For the data below, please report each line where the word "changed" is found.

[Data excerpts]
━━━━━━━━━━━━━━━━━━━━

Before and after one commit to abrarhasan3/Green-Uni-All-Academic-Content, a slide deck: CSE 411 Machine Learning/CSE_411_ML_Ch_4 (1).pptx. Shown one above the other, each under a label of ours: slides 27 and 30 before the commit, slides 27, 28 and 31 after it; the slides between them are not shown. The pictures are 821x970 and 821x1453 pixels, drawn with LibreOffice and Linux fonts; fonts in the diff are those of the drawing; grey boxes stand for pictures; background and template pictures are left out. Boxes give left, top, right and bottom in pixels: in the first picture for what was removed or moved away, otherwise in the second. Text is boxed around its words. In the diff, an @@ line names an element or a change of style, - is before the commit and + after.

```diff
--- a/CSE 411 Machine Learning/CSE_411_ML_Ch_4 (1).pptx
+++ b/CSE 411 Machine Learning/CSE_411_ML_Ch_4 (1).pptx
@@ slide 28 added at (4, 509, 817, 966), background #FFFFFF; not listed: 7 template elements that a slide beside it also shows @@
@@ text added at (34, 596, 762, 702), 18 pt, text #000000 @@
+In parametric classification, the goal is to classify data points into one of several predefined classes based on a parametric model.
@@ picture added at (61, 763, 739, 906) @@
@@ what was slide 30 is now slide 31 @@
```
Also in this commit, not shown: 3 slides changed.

━━━━━━━━━━━━━━━━━━━━

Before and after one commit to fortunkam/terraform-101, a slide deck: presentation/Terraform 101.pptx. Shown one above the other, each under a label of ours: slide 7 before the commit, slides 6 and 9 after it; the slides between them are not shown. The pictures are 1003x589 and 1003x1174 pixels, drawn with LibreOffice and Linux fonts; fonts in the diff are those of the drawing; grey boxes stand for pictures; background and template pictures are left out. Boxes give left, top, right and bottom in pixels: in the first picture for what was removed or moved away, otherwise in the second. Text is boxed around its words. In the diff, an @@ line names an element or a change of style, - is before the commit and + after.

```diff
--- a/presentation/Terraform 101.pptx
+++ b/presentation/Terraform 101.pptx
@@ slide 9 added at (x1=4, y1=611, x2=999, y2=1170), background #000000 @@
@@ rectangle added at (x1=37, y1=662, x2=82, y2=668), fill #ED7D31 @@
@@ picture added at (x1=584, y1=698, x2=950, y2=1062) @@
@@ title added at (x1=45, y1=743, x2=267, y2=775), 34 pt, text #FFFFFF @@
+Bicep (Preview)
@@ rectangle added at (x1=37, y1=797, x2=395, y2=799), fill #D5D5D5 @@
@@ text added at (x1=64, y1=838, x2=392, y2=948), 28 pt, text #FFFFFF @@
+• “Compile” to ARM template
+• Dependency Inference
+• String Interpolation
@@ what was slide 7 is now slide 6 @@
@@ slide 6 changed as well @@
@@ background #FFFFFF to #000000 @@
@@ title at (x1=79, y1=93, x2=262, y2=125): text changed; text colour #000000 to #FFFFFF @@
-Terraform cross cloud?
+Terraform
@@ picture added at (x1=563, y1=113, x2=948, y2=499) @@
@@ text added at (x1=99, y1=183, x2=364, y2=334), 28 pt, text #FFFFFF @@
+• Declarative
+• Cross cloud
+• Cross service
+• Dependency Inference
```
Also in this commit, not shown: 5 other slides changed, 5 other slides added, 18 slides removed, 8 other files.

━━━━━━━━━━━━━━━━━━━━

Result:
Also in this commit, not shown: 3 slides changed.
@@ slide 6 changed as well @@
@@ title at (x1=79, y1=93, x2=262, y2=125): text changed; text colour #000000 to #FFFFFF @@
Also in this commit, not shown: 5 other slides changed, 5 other slides added, 18 slides removed, 8 other files.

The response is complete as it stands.